Edible Electronics Developed for Medical Device Industry

Edible Electronics Developed for Medical Device Industry

It sounds futuristic, but today researchers are developing edible electronic devices that could be implanted in the body to improve patient care.

“We are creating electronically active medical devices that can be implanted in the body,” said Christopher Bettinger, PhD, an assistant professor in the departments of Materials Science and Engineering and Biomedical Engineering at Carnegie Mellon University (CMU) and a McGowan Institute for Regenerative Medicine affiliated faculty member. “The idea is for a patient to consume a pill that encapsulates the device.”

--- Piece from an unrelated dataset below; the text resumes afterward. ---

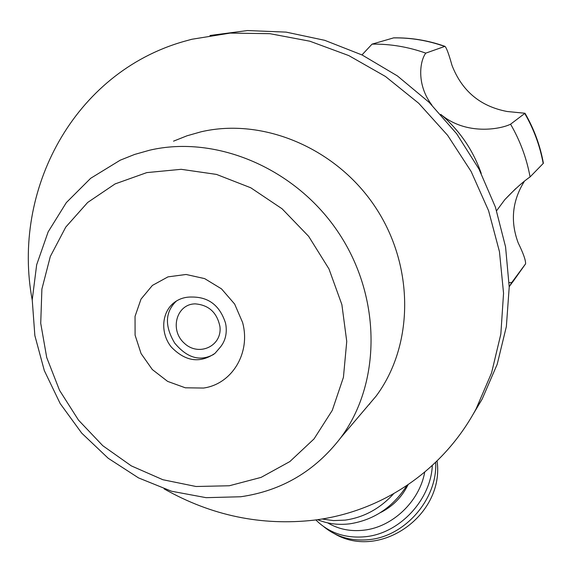 <?xml version="1.0" encoding="UTF-8"?>
<svg xmlns="http://www.w3.org/2000/svg" width="572" height="572" viewBox="0 0 572 572"><rect width="100%" height="100%" fill="white"/><g stroke="black" fill="none" stroke-linecap="round" stroke-linejoin="round"><path stroke-width="0.86" d="M225.976 325.59C227.07 334.506 224.925 342.006 219.541 348.076L215.051 353.281C199.964 363.642 185.371 361.547 171.264 346.997C160.067 333.118 161.518 311.84 174.539 302.295C179.579 298.605 185.349 296.861 191.856 297.04C208.687 296.904 219.913 305.605 225.532 323.144L225.976 325.59M213.842 354.297C200.221 361.833 187.18 358.101 174.696 343.086C164.579 326.111 165.051 312.183 176.119 301.301L177.027 300.65M219.927 326.54C217.045 312.584 208.837 305.026 195.302 303.875C176.491 303.861 169.333 329.972 184.248 343.164C198.613 357.035 222.422 346.182 219.927 326.54M203.546 388.045L185.328 387.802L167.617 381.388L152.316 369.548L141.077 353.575L135.092 335.178L135.049 316.337L141.012 299.113L152.395 285.421L167.996 276.862L186.1 274.474L204.654 278.614L221.5 288.867L234.649 304.061L242.571 322.422C251.015 352.981 231.953 384.105 203.546 388.045M431.903 105.091C416.652 85.199 419.483 61.561 425.775 53.132L444.952 46.353C428.206 40.419 411.125 37.588 393.708 37.852L372.065 44.13L361.969 54.919M444.952 46.353C446.525 47.819 448.863 54.118 451.959 65.265C461.904 91.005 480.308 106.421 507.185 111.504L525.003 113.256L510.574 124.195C500.65 129.186 466.159 135.757 440.797 114.393L440.797 114.393C459.595 130.43 473.073 150.1 481.231 173.409M496.618 210.725L504.797 199.657C514.85 189.117 523.273 181.546 530.08 176.934L543.4 163.256C540.204 145.595 534.069 128.929 525.003 113.256M524.245 181.503C512.197 201.001 510.181 221.464 518.203 242.914C523.323 253.36 525.782 260.339 525.589 263.835L511.747 282.547L509.137 282.661M509.209 286.665L511.747 282.547M530.08 176.934C526.662 158.337 520.163 140.762 510.574 124.195M425.775 53.132C408.172 46.868 390.268 43.872 372.065 44.13M472.451 415.401L482.175 399.077L497.204 364.257L506.356 326.598L509.216 287.094L505.569 246.882L495.416 207.128L478.971 169.033L456.685 133.776L429.207 102.417L397.383 75.912L362.19 55.026L324.724 40.319L286.114 32.118L247.497 30.545L209.967 35.485M32.225 300.085C11.597 190.533 73.609 72.701 184.127 41.377L191.842 39.268L230.237 33.09L269.955 33.691L309.867 41.213L348.77 55.577L385.449 76.469L418.754 103.31L447.611 135.307L471.128 171.478L488.574 210.689L499.463 251.701L503.553 293.236L500.843 334.048L491.555 372.944L476.111 408.858C442.621 471.5 380.73 511.933 314.164 520.141C261.468 526.09 211.447 515.672 164.107 488.874M380.23 512.719C392.564 506.57 401.837 497.254 408.043 484.763M317.589 519.669C327.563 523.816 338.281 525.196 349.735 523.83C373.802 520.091 392.835 507.335 406.842 485.571M322.043 518.99L333.376 520.584L345.109 520.127C363.821 517.46 379.994 508.672 393.636 493.75M240.69 496.761L206.092 497.669L171.579 491.248L138.517 477.899L108.18 458.251L81.724 433.133L60.16 403.532L44.316 370.592L34.856 335.571L32.232 299.821L36.665 264.779L48.141 231.889L66.338 202.602L90.662 178.3L120.206 160.196L134.627 154.44L149.721 150.179C216.452 134.62 296.332 168.547 338.96 233.333C381.774 298.019 381.109 383.547 340.733 437.744C315.05 471.164 281.703 490.833 240.69 496.761M146.782 172.608L181.181 169.312L216.488 174.41L250.772 187.78L282.096 208.801L308.665 236.358L328.964 268.911L341.877 304.611L346.746 341.427L343.429 377.327L332.268 410.381L314.035 438.91L289.854 461.568L261.097 477.384L229.293 485.764L196.024 486.5L162.863 479.722L131.324 465.887L102.788 445.71L78.507 420.134L59.531 390.318L46.725 357.557L40.726 323.294L41.892 289.075L50.315 256.485L65.759 227.105L87.659 202.467L115.086 183.919L146.782 172.608M173.538 141.155L186.987 135.8L201.037 131.81C263.106 117.267 336.651 148.169 375.625 207.536C414.764 266.802 413.778 345.61 376.119 396.103L363.585 410.846M525.568 263.871L512.519 282.253M524.796 113.571C533.855 129.251 539.982 145.903 543.193 163.535M393.407 37.895C410.725 37.623 427.734 40.448 444.444 46.361M323.888 526.769C336.636 537.144 351.809 541.419 369.412 539.603C405.598 536.107 437.694 498.419 435.671 462.319M315.83 519.919C329.086 533.061 345.724 538.645 365.765 536.679C399.757 533.254 430.795 499.899 432.318 465.479M327.777 522.901C338.524 529.257 350.557 531.688 363.871 530.18C392.564 527.112 419.541 501.337 424.71 472.157M369.734 404.125L369.29 404.139M504.797 199.657L515.722 188.61M525.589 263.835L509.209 286.729M476.111 408.858L482.175 399.077M334.62 533.819C380.494 560.631 444.723 514.686 437.072 460.961M340.733 437.744L376.119 396.103M174.539 302.295L176.119 301.301"/></g></svg>
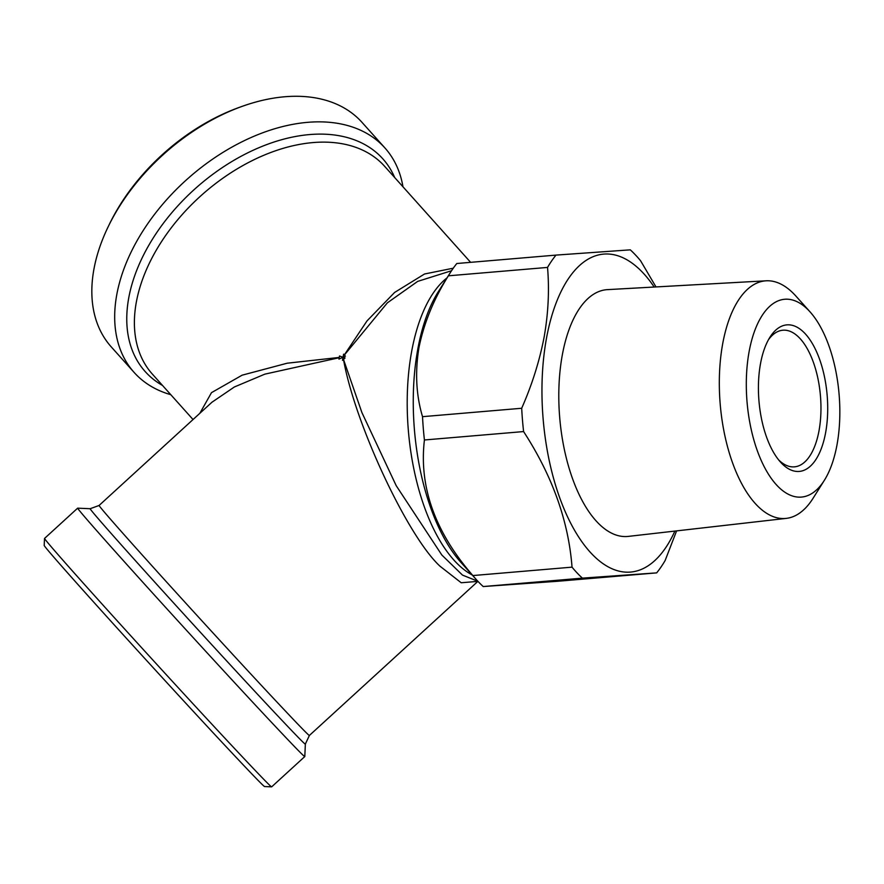 <?xml version="1.0" encoding="UTF-8"?>
<svg xmlns="http://www.w3.org/2000/svg" width="884" height="884" viewBox="0 0 884 884"><rect width="100%" height="100%" fill="white"/><g stroke="black" fill="none" stroke-linecap="round" stroke-linejoin="round"><path stroke-width="1.33" d="M810.109 311.942L795.931 296.107A119.218 55.449 85.2 0 0 766.152 280.803A119.218 55.449 85.2 0 0 722.714 343.633A119.218 55.449 85.2 0 0 732.781 463.459A119.218 55.449 85.2 0 0 786.285 518.378A119.218 55.449 85.2 0 0 813.07 498.278L824.374 480.288A99.273 46.178 85.2 0 0 837.004 444.807A99.273 46.178 85.2 0 0 810.109 311.942A99.273 46.178 85.2 0 0 749.135 351.512A99.273 46.178 85.2 0 0 766.914 471.636A99.273 46.178 85.2 0 0 824.374 480.288M766.152 280.803L607.441 289.632A123.826 57.593 85.2 0 0 562.323 354.893A123.826 57.593 85.2 0 0 572.788 479.349A123.826 57.593 85.2 0 0 628.358 536.389L786.285 518.378M778.66 459.923A68.565 31.89 85.2 0 0 794.462 466.851A68.565 31.89 85.2 0 0 819.015 430.751A68.565 31.89 85.2 0 0 813.357 362.23A68.565 31.89 85.2 0 0 782.881 330.218A68.565 31.89 85.2 0 0 768.472 339.71M825.612 432.718A73.549 34.211 85.2 0 0 812.451 343.721A73.549 34.211 85.2 0 0 769.876 337.323A73.549 34.211 85.2 0 0 760.516 363.6A73.549 34.211 85.2 0 0 780.45 462.045A73.549 34.211 85.2 0 0 825.612 432.718M199.839 413.314L211.486 392.651L242.117 375.181L287.212 363.202L339.213 357.434M451.547 270.725L417.657 281.399L387.369 302.836L344.384 355.036L345.39 356.153L343.036 357.235L339.522 355.998A155.827 72.477 85.2 0 0 339.235 357.567A155.827 72.477 85.2 0 0 338.948 359.136L343.036 357.235L343.611 354.175L344.307 354.948L367.004 320.914L394.607 292.449L424.53 273.996L453.271 268.195M170.8 394.695A168.292 108.61 -41.8 0 1 135.34 373.755A168.292 108.61 -41.8 0 1 134.147 372.451L111.273 346.915A168.292 108.61 -41.8 0 1 108.356 226.37L109.616 223.774A163.308 105.384 -41.8 0 1 239.818 107.196L242.536 106.224A168.292 108.61 -41.8 0 1 360.838 121.086A168.292 108.61 -41.8 0 1 362.02 122.379L384.894 147.915A168.292 108.61 -41.8 0 1 402.971 186.8M108.356 226.37A168.292 108.61 -41.8 0 1 242.536 106.224M134.147 372.451A168.292 108.61 -41.8 0 1 186.06 180.192A168.292 108.61 -41.8 0 1 383.7 146.622A168.292 108.61 -41.8 0 1 384.894 147.915M271.642 786.848A168.292 2.088 47.6 0 1 243.862 758.428A168.292 2.088 47.6 0 1 118.29 622.027A168.292 2.088 47.6 0 1 44.509 538.489A168.292 2.088 47.6 0 0 44.509 538.489L44.2 545.527A163.308 2.022 47.6 0 0 115.782 626.59A163.308 2.022 47.6 0 0 237.641 758.947A163.308 2.022 47.6 0 0 264.603 786.539L271.642 786.848A168.292 2.088 47.6 0 0 271.675 786.837L304.792 756.56A168.292 2.088 47.6 0 0 304.803 756.527A168.292 2.088 47.6 0 1 276.979 728.14A168.292 2.088 47.6 0 1 150.744 591.009A168.292 2.088 47.6 0 1 77.637 508.178A168.292 2.088 47.6 0 1 77.67 508.167L90.124 508.72L99.063 505.482A155.827 1.934 47.6 0 0 166.745 582.18A155.827 1.934 47.6 0 0 283.631 709.145A155.827 1.934 47.6 0 0 309.389 735.466L477.868 581.385L461.205 582.755L439.967 566.18C407.391 536.157 354.771 423.392 343.489 359.401L361.899 412.541L396.198 485.67L441.845 555.03L462.509 575.108L477.857 581.263M483.216 586.545L557.506 581.285L656.679 572.876L582.39 578.136L483.216 586.545A180.756 84.068 85.2 0 1 476.144 579.385A180.756 84.068 85.2 0 1 472.863 575.561L572.036 567.152C568.523 521.129 552.378 475.935 523.593 431.569L424.419 439.978C418.894 486.852 435.038 532.046 472.863 575.561M476.144 579.385L461.017 562.489A159.474 74.168 85.2 0 1 417.812 349.047A159.474 74.168 85.2 0 1 438.099 292.063L450.166 272.869A180.756 84.068 85.2 0 1 456.807 263.509L555.981 255.1A180.756 84.068 85.2 0 0 547.539 267.421L448.365 275.819C433.768 299.079 423.966 323.025 418.95 347.644C414.95 372.153 416.132 395.159 422.519 416.673A180.756 84.068 85.2 0 0 424.419 439.978M654.193 287.035A159.562 74.212 85.2 0 0 546.511 338.097A159.562 74.212 85.2 0 0 579.628 538.478A159.562 74.212 85.2 0 0 674.868 531.085M422.519 416.673L521.693 408.264C532.024 384.805 539.516 361.07 544.135 337.036C548.312 313.312 549.45 290.107 547.539 267.421M521.693 408.264A180.756 84.068 85.2 0 0 523.593 431.569M572.036 567.152A180.756 84.068 85.2 0 0 582.39 578.136M656.679 572.876A180.756 84.068 85.2 0 0 665.122 560.555L676.603 530.886M343.489 359.401L342.484 360.329L343.036 357.235L345.058 357.954L343.611 359.291M339.202 357.722L264.857 374.142L234.337 386.993L211.972 402.22L99.063 505.482M450.166 272.869A180.756 84.068 85.2 0 0 448.365 275.819M655.994 286.935L640.624 260.824A180.756 84.068 85.2 0 0 630.281 249.84L555.981 255.1M342.484 360.329A155.827 100.566 -41.8 0 1 345.058 357.954M472.211 574.987A155.827 72.477 -94.8 0 1 411.657 351.423A155.827 72.477 -94.8 0 1 447.028 277.863M470.619 262.338L384.595 166.269A155.827 100.566 138.2 0 0 383.49 165.065A155.827 100.566 138.2 0 0 200.48 196.149A155.827 100.566 138.2 0 0 152.424 374.175L193.043 419.535M162.534 385.468A159.474 102.92 -41.8 0 1 146.335 372.816A159.474 102.92 -41.8 0 1 193.441 190.27A159.474 102.92 -41.8 0 1 381.689 157.584A159.474 102.92 -41.8 0 1 394.706 177.562M304.803 756.527L305.356 744.074A159.474 1.978 -132.4 0 1 278.99 717.178A159.474 1.978 -132.4 0 1 158.744 586.545A159.474 1.978 -132.4 0 1 90.124 508.72M44.52 538.455L77.637 508.178M305.356 744.074L309.389 735.466"/></g></svg>

Dr. Bettinger, along with Jay Whitacre, PhD, a professor of materials science and engineering at CMU, is creating edible power sources for medical devices that can be taken orally using materials found in the daily diet.

“Our design involves flexible polymer electrodes and a sodium ion electrochemical cell, which allows us to fold the mechanism into an edible pill that encapsulates the device,” Dr. Bettinger said.

CMU researchers report that the edible device could be programmed and deployed in the gastrointestinal tract or the small intestine depending upon packaging. Once the battery packaging is in place, Dr. Bettinger’s team would activate the battery.

Dr. Bettinger reports that the battery could power biosensors to measure biomarkers or monitor gastric problems. The battery also could be used to stimulate damaged tissue or help in targeted drug delivery for certain types of cancer.

“There’s so much out there we can do with this novel approach to medical devices,” said Dr. Bettinger, a recipient of the National Academy of Sciences Award for Initiatives in Research for his innovative work on advanced materials for next-generation implanted medical devices.

Dr. Bettinger has worked for more than a decade at the interface of materials science and biomedical engineering. Some of his innovative technologies include new synthetic materials that mimic the natural properties of soft tissue and biodegradable electronics that could usher in a new era of electronically active implants.